Despite this, there is considerable variation in the clinical grading of severity of appendicitis and larger studies group together ‘Complicated appendicitis’ as a risk factor for IAC and other complications. This amorphous group usually contains perforated appendicitis and a combination of free pus, obvious necrosis or gangrenous appendicitis or any other associated complications.6, 7 It is this ‘complicated appendicitis’ that is used to develop guidelines for post-operative antibiotic use.11
The accuracy of grouping these findings together has been challenged: Emil et al.12 found on sub-set analysis, that clinically gangrenous and perforated appendicitis have very different outcomes, with gangrenous appendicitis having a similar complication rate to simple appendicitis. One possible explanation is that a clinical impression of gangrenous appendicitis may reflect the degree of difficulty the surgeon feels at the time of operation. Another explanation is that it is the degree of intra-abdominal contamination alone that should predict the risk of intra-abdominal collection and the post-operative course.6
SAGS score is a simple intra-operative score with a high rate of inter-observer agreement making it more useful than subjective terms such as ‘necrotic’, ‘gangrenous’ or ‘supperative’ appendicitis. This facilitates communication between clinicians and importantly, consistency when reporting new research and guidelines into the management of appendicitis.

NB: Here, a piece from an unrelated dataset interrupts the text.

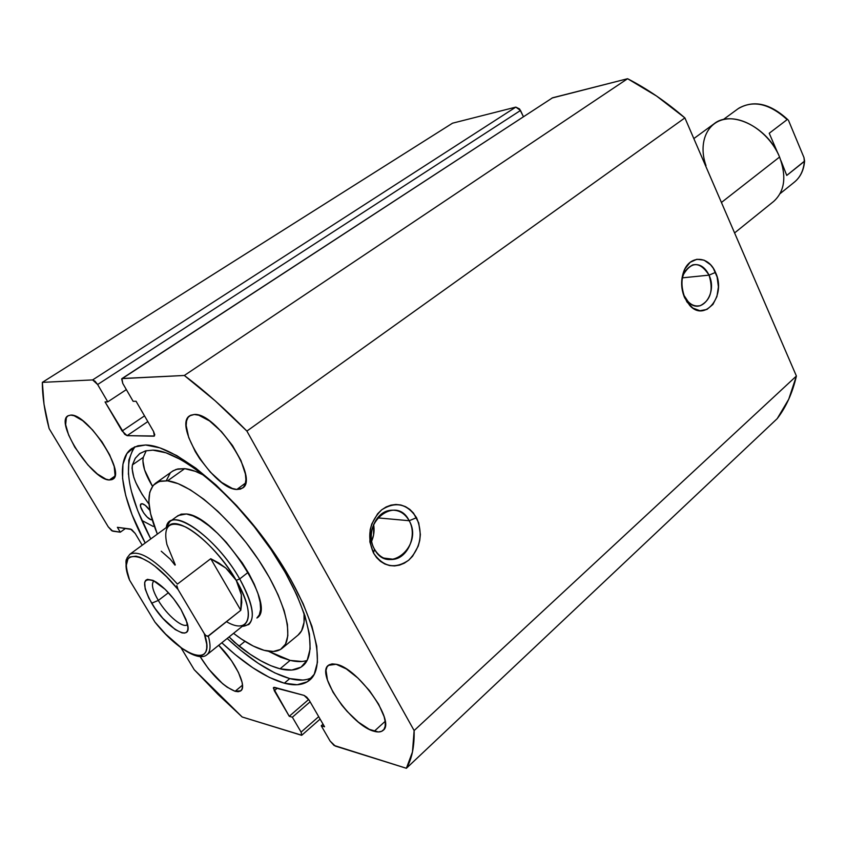 <?xml version="1.0" encoding="UTF-8"?>
<svg xmlns="http://www.w3.org/2000/svg" width="847" height="847" viewBox="0 0 847 847"><rect width="100%" height="100%" fill="white"/><g stroke="black" fill="none" stroke-linecap="round" stroke-linejoin="round"><path stroke-width="1.27" d="M374.459 549.163C388.042 575.822 423.86 545.648 409.186 520.725L416.544 517.697C423.214 533.769 420.599 547.935 408.709 560.185C394.988 569.438 383.246 567.056 373.495 553.017L374.459 549.163C366.19 535.188 374.977 512.679 389.366 510.445C397.836 509.195 404.443 512.615 409.186 520.725C417.317 534.775 408.476 557.284 393.791 559.327C385.618 560.428 379.17 557.04 374.459 549.163L373.495 553.017L376.597 557.612L380.43 561.317L384.813 563.996L389.578 565.552L394.543 565.934L399.509 565.129L404.294 563.191L408.709 560.185L412.584 556.235L418.217 546.156L419.752 540.407L420.356 534.468L418.725 522.895L413.537 513.144L409.842 509.428L405.565 506.675L400.875 505.003L395.951 504.473L390.975 505.13L386.137 506.951L381.637 509.862L377.635 513.769L371.78 523.944L370.16 529.798L369.874 541.942L373.495 553.017C366.582 536.5 369.303 522.123 381.637 509.862C395.591 501.043 407.227 503.658 416.544 517.697L409.186 520.725L377.593 517.856L409.186 520.725C396.396 493.97 359.414 523.404 374.459 549.163M684.101 295.561L688.198 301.744C700.797 315.931 718.023 293.486 709.034 275.148L715.493 272.395C726.61 295.095 705.371 322.972 689.702 305.407L684.62 297.721L684.101 295.561C679.453 280.537 682.354 270.309 692.804 264.857C699.601 263.555 705.011 266.985 709.034 275.148C713.64 290.182 710.654 300.389 700.098 305.756C693.471 306.974 688.135 303.575 684.101 295.561L686.906 301.892L692.888 308.096L699.94 310.722L706.97 309.42L712.93 304.422L716.933 296.514L718.404 286.9L717.123 276.99L713.29 268.266L710.569 264.762L704.037 260.145L696.869 259.277L690.157 262.326L684.937 268.87L682.036 277.911L681.93 288.065L684.62 297.721C680.999 288.996 680.681 280.315 683.667 271.696C689.553 254.756 708.727 255.508 715.493 272.395L709.034 275.148L682.364 277.848L709.034 275.148C700.077 261.342 691.512 261.172 683.338 274.629C680.935 281.564 681.189 288.541 684.101 295.561M371.685 541.095C373.982 535.728 374.618 530.201 373.601 524.505L373.58 534.976L371.685 541.095M284.327 683.201C265.894 677.854 245.048 664.376 221.808 642.788L235.339 654.678L252.819 667.754L269.346 677.409L284.327 683.201L289.769 678.585L284.327 683.201L297.17 684.747L307.302 681.814L314.216 674.307L317.466 662.322L316.757 646.155L311.95 626.346L303.12 603.678L290.563 579.104L274.788 553.758L256.514 528.846L236.609 505.574L216.049 485.024L195.795 468.147L176.779 455.601L159.808 447.841L145.557 444.993C174.588 445.141 231.453 490.995 272.279 550.095C313.295 609.131 327.863 665.668 309.663 680.109C303.639 685.054 295.19 686.081 284.327 683.201M145.197 543.022C121.746 499.423 114.8 459.953 131.825 448.508L137.966 445.766L145.557 444.993L134.482 446.994L126.902 453.547L122.931 464.198L122.582 478.375L125.695 495.442L132.047 514.722L145.197 543.022M135.054 446.74C122.561 463.965 127.802 494.701 150.766 538.936L137.712 510.667L131.444 491.387M302.654 680.056L289.769 678.585L274.746 672.878L258.197 663.296L240.717 650.295L227.187 638.458C250.426 659.961 271.284 673.333 289.769 678.585C298.896 680.956 306.37 680.564 312.204 677.441M109.337 479.995C92.207 480.228 54.737 422.579 67.898 415.866L70.714 415.104L74.102 415.718L82.678 420.663L92.503 429.863L102 441.88L109.634 454.786L114.207 466.506L115.044 475.199L114.017 477.994L112.09 479.603L109.337 479.995L105.886 479.148L97.405 474.002L87.919 464.992L74.811 447.227L68.639 435.04L65.653 424.643L66.352 417.613L68.099 415.739L70.714 415.104C87.209 413.188 126.277 472.891 112.863 479.18L109.337 479.995L114.832 476.183L109.337 479.995M235.106 691.3C223.206 686.314 211.538 674.731 200.114 656.563L208.616 669.014L222.592 683.677L227.155 687.192L235.106 691.3L242.496 685.149L235.106 691.3L238.198 691.724L240.527 691.014L241.988 689.172L242.528 686.271L242.104 682.407L238.43 672.412L231.517 660.724L218.717 645.276C235.212 661.443 247.292 686.61 240.834 690.781L235.106 691.3M236.853 489.471C214.333 489.502 172.926 425.215 189.728 415.782L194.27 414.49L198.727 415.199L209.548 420.927L221.459 431.61L232.523 445.554L240.95 460.514L245.408 474.055L245.905 479.603L245.249 484.061L243.449 487.247L240.612 489.068L236.853 489.471L232.322 488.454L221.692 482.451L210.278 472.033L199.723 458.714L195.255 451.557L188.712 437.507L186.171 425.522L186.562 420.885L188.076 417.402L190.67 415.242L194.27 414.49C215.996 412.224 259.553 479.053 242.517 488.084L236.853 489.471L245.514 483.065L236.853 489.471M374.205 731.3C351.844 726.091 315.529 674.064 328.329 665.35L336.132 664.27L346.317 668.918L358.027 678.151L369.408 690.559L378.609 704.143L384.136 716.689L385.247 721.94L385.173 726.228L383.956 729.394L381.648 731.321L378.355 731.967L369.377 729.383L358.429 722.163L347.132 711.416L341.86 705.202L333.009 692.211L327.45 680.014L326.031 670.401L326.984 667.034L329.038 664.831L332.119 663.889L336.132 664.27C357.773 667.732 396.121 721.813 383.119 730.358C381.129 732.104 378.164 732.422 374.205 731.3L385.163 721.337L374.205 731.3M121.957 378.588L552.593 97.776L121.661 378.895L122.783 383.447L121.926 378.609L184.318 375.475L627.595 78.718L184.318 375.475L122.37 378.482L552.593 97.776L627.595 78.718C647.15 88.776 666.25 101.841 684.895 117.902L246.89 431.081L215.254 400.875L184.318 375.475C204.709 390.816 225.567 409.355 246.89 431.081L414.13 730.569L796.402 376.036L414.13 730.569L246.89 431.081L684.895 117.902L796.402 376.036C792.548 392.764 786.164 406.962 777.228 418.619L406.38 768.282L412.468 751.988L414.13 730.569C414.479 746.535 411.896 759.113 406.38 768.282L335.274 746.069L330.118 741.083L321.246 725.784L323.056 724.174L321.246 725.784L324.549 726.768L309.271 700.374L304.094 695.408L273.592 687.436L274.29 690.729L277.35 688.135L274.29 690.729L289.261 716.287L308.689 699.463L289.261 716.287L292.363 717.208L310.108 701.824L292.363 717.208L301.098 732.115L318.694 716.657L301.098 732.115L301.765 735.238L242.168 716.986L194.217 669.702L180.993 647.733L194.217 669.702L218.007 694.381L242.168 716.986L301.648 735.312L301.098 732.115L292.363 717.208L289.261 716.287L273.348 688.05L274.46 687.341L304.094 695.408L306.741 697.166L309.271 700.374L324.549 726.768L321.246 725.784L330.118 741.083L334.025 745.424L406.38 768.282L777.228 418.619L788.726 399.233L796.402 376.036L684.895 117.902L656.584 96.05L627.595 78.718L551.969 98.051M523.404 116.685L519.571 108.967L515.823 107.114L452.52 123.196L515.823 107.114L92.63 379.922L42.35 382.368L44.012 404.22L49.126 428.582L108.268 526.866L111.751 530.751L120.295 532.191L117.373 527.321L131.603 529.47L135.202 533.462L142.211 545.214L135.202 533.462L130.597 529.047L117.373 527.321L120.295 532.191L125.578 528.39L120.295 532.191L112.715 531.164L108.268 526.866L49.126 428.582C44.573 411.504 42.318 396.1 42.35 382.368L452.52 123.196L42.35 382.368L92.63 379.922L97.627 384.517L95.023 381.224L92.63 379.922L515.823 107.114L520.513 110.47L523.404 116.685M154.376 436.046L153.551 431.472L136.06 401.256L133.138 401.319L122.783 383.447L133.138 401.319L136.06 401.256L153.551 431.472L154.779 434.829L153.836 436.184L127.103 435.654L124.678 434.278L105.049 401.912L107.77 401.849L97.627 384.517L520.513 110.47L97.627 384.517L107.77 401.849L126.351 389.609L107.77 401.849L105.049 401.912L122.106 431.017L144.519 415.877L122.106 431.017L127.103 435.654L147.823 421.584L127.103 435.654L154.408 436.025M132.884 449.429L128.839 460.112L128.405 474.309M256.895 618.014L259.32 614.88L260.601 609.491L260.167 602.397L258.028 593.821L254.227 584.123L248.923 573.684L242.306 562.937L226.308 542.334L217.605 533.356L208.913 525.765L200.601 519.878L193.01 515.908L186.435 513.981C217.044 515.643 278.176 606.42 256.937 617.982M172.237 471.387L176.187 469.386L184.688 468.656C190.247 469.206 196.684 471.43 203.989 475.315L195.297 471.313L184.688 468.656L167.568 480.842L159.183 481.456L153.18 485.352L149.739 492.276L148.881 501.879L150.575 513.727L157.351 534.118C146.775 508.359 146.139 491.419 155.456 483.288L160.782 481.043L167.568 480.842L184.688 468.656L177.817 468.952L173.063 470.826L155.594 483.192M264.073 650.305C255.063 647.764 244.889 642.111 233.55 633.344L241.3 638.987L253.274 646.06L264.073 650.305C271.845 652.402 277.869 651.724 282.157 648.294C295.158 638.119 285.153 598.84 257.086 557.686C229.166 516.511 189.379 482.959 167.568 480.842L178.082 483.648L190.342 489.852L203.873 499.275L218.113 511.577L232.417 526.262L246.159 542.683L258.716 560.121L269.526 577.77L278.112 594.859L284.147 610.623L287.408 624.43L287.832 635.737L285.492 644.144L280.558 649.427L273.306 651.47L264.073 650.305M298.017 635.123L301.564 630.814L304.052 622.323L304.031 613.037C304.973 623.604 303.014 630.941 298.123 635.038L282.273 648.199M170.056 473.388L166.446 480.387M178.23 515.484L186.435 513.981L181.12 514.14L177.245 516.342M705.996 165.599C698.066 143.418 706.631 121.852 725.731 119.131C744.693 116.092 770.029 133.688 779.568 157.034C768.113 127.41 731.501 109.432 714.063 123.789L693.831 138.58M721.422 202.475L779.568 157.034L721.422 202.475M154.08 580.873C150.957 583.562 152.365 590.084 158.315 600.438L151.666 603.202C141.11 583.265 142.444 576.119 155.647 581.751C164.72 587.68 173.169 596.913 180.993 609.459L173.614 598.787L165.08 589.279L153.074 580.386L147.431 579.337L145.652 580.364L144.678 582.376L145.197 588.983L148.828 598.109L155.033 608.4L162.868 618.342L175.191 629.543L182.031 632.889L184.635 633.08L186.531 632.233L187.663 630.38L187.96 627.585L186.033 619.591L180.993 609.459L187.081 622.693C193.942 644.387 166.298 628.601 151.666 603.202L158.315 600.438C152.555 590.465 151.052 584.007 153.783 581.063L154.08 580.873M168.437 592.72L158.315 600.438L168.437 592.72M175.287 564.885L166.933 544.536C162.973 526.061 169.167 520.206 185.535 526.972C201.205 534.669 223.068 557.591 236.239 580.364L239.701 578.935C215.826 536.193 168.934 504.59 166.287 527.575L169.771 521.657C180.39 511.62 219.521 543.012 239.701 578.935L248.15 572.328L239.701 578.935C252.554 602.333 255.582 617.548 248.785 624.557L242.178 626.399C256.419 624.885 255.593 609.057 239.701 578.935L236.239 580.364C256.397 614.371 249.876 635.525 226.477 621.687M129.898 554.224L127.05 557.908C127.389 560.185 123.651 556.235 128.479 577.305L129.591 580.163L126.679 569.523L126.341 565.161L127.982 558.808L129.951 556.955L136.049 556.172L140.062 557.273L149.675 562.419L155.075 566.368L166.531 576.68L178.018 589.438L176.811 585.605L178.018 589.438L204.275 633.62L205.948 635.663L207.706 636.383L240.802 610.285L241.766 602.45L241.331 594.774L239.479 587.363L236.239 580.364C216.874 545.944 179.384 515.802 169.241 525.405L129.898 554.224C139.564 549.809 155.414 559.761 177.425 584.091L210.744 558.713L225.821 568.051L236.239 580.364L241.331 594.774L240.802 610.285L208.341 636.139C210.945 645.552 210.511 651.735 207.028 654.678L245.027 624.101C251.527 617.399 248.595 602.81 236.239 580.364L231.655 573.885L225.821 568.051L218.801 562.969L210.744 558.713L177.425 584.091C155.943 560.28 140.242 550.232 130.343 553.927M154.906 622.047L129.591 580.163L154.906 622.047L165.663 634.128L181.745 648.167L191.295 653.778L195.445 655.26L202.041 655.366L204.349 653.969L205.927 651.608L206.721 648.336L206.721 644.196L204.275 633.62C216.768 668.527 183.979 658.913 154.906 622.047M174.969 565.129L170.321 559.232L161.248 551.217M240.802 610.285L210.744 558.713L240.802 610.285M128.564 577.718L129.591 580.163C115.499 545.563 145.853 549.311 178.018 589.438L204.275 633.62L205.948 635.663L208.341 636.139C211.072 646.039 210.458 652.338 206.499 655.059M187.526 624.44L187.261 624.673C182.963 628.718 166.933 615.187 158.315 600.438C167.124 615.536 183.608 629.205 187.526 624.44M734.582 232.936L773.671 201.427C784.767 191.295 786.725 176.504 779.568 157.034M738.796 108.215C753.65 99.957 769.775 103.758 787.159 119.607L769.224 133.265L778.012 153.593L769.224 133.265L787.159 119.607C769.32 103.429 752.951 99.808 738.065 108.744L723.232 119.607M804.618 160.835C803.898 170.003 800.489 177.097 794.412 182.116C800.288 177.277 803.602 170.385 804.343 161.428L786.757 175.435L780.934 160.623L786.757 175.435L804.565 161.068L803.972 157.553L788.515 120.412L803.972 157.553L804.343 161.428C803.538 170.85 799.949 177.965 793.554 182.783M151.581 519.825C147.134 519.687 137.807 505.617 141.047 503.901L142.052 503.69L140.517 504.812L140.676 506.919L143.619 512.89L147.209 517.125L150.671 519.571L152.079 519.465L151.581 519.825M280.071 668.812C267.959 665.615 254.28 658.055 239.023 646.155L244.931 641.348L239.023 646.155L229.092 636.923L234.45 642.259L250.087 654.212L260.738 660.766L270.786 665.678L280.071 668.812L290.129 660.385L280.071 668.812L291.813 670.041L301.024 667.15L307.26 660.067L310.14 648.908L309.399 633.969L304.931 615.769L296.821 595.007L285.333 572.561L270.955 549.449L254.301 526.76L236.186 505.564L217.446 486.845L198.96 471.43L181.576 459.953L166.012 452.806L152.884 450.138C179.818 450.477 231.898 492.668 269.071 546.707C306.434 600.692 319.679 652.539 302.803 665.837C297.361 670.263 289.79 671.258 280.071 668.812M301.934 661.486L290.129 660.385L280.802 657.325L268.393 651.216L290.129 660.385C296.672 661.962 302.315 661.994 307.048 660.469M153.233 526.432L141.745 520.397L153.233 526.432M146.182 450.805L143.291 457.338C141.904 464.103 144.953 473.748 152.449 486.273L144.583 469.863L142.878 460.747L143.291 457.338L132.418 464.887L143.291 457.338L146.235 450.71M149.03 504.166C136.674 487.681 131.137 474.595 132.418 464.887L135.34 458.195L139.946 453.42L145.726 450.837L152.884 450.138L145.493 450.89L139.586 453.685L135.213 458.386L132.418 464.887L132.047 468.285L133.826 477.39L135.912 482.779L142.116 494.362L149.03 504.166M149.887 510.381L145.208 505.288L142.052 503.69C144.329 504.166 146.944 506.4 149.887 510.381M688.198 301.744L689.702 305.407M696.456 306.042L700.098 305.756M383.627 558.046L393.791 559.327M320.113 719.103L301.786 735.228M683.338 274.629L683.667 271.696M169.771 521.657L178.304 515.421M156.314 623.816C175.816 647.5 198.791 662.195 207.028 654.678M794.412 182.116L780.087 193.645M787.954 119.776C770.092 103.281 753.459 99.597 738.065 108.744"/></g></svg>

Statistical analysis supports the hypothesis that SAGS score is an independent risk factor for development of intra-abdominal collection. The risk increases incrementally with the SAGS score and also predicts length of stay and the risk of all complications.
Interestingly, there were only two patients in the SAGS 3 category. The authors suspect that this reflects the significant association of four quadrant contamination with perforation of the appendix. It may be that in these two patients, there was an unrecognized perforation.
Further study is needed in the form of a randomized controlled trial using SAGS score to guide antibiotic use. Based on the current study, the authors would recommend limiting the antibiotic prescribing to perioperative antibiotics only for SAGS score 1 and 2, and 5 days of antibiotic therapy for SAGS 3 and 4.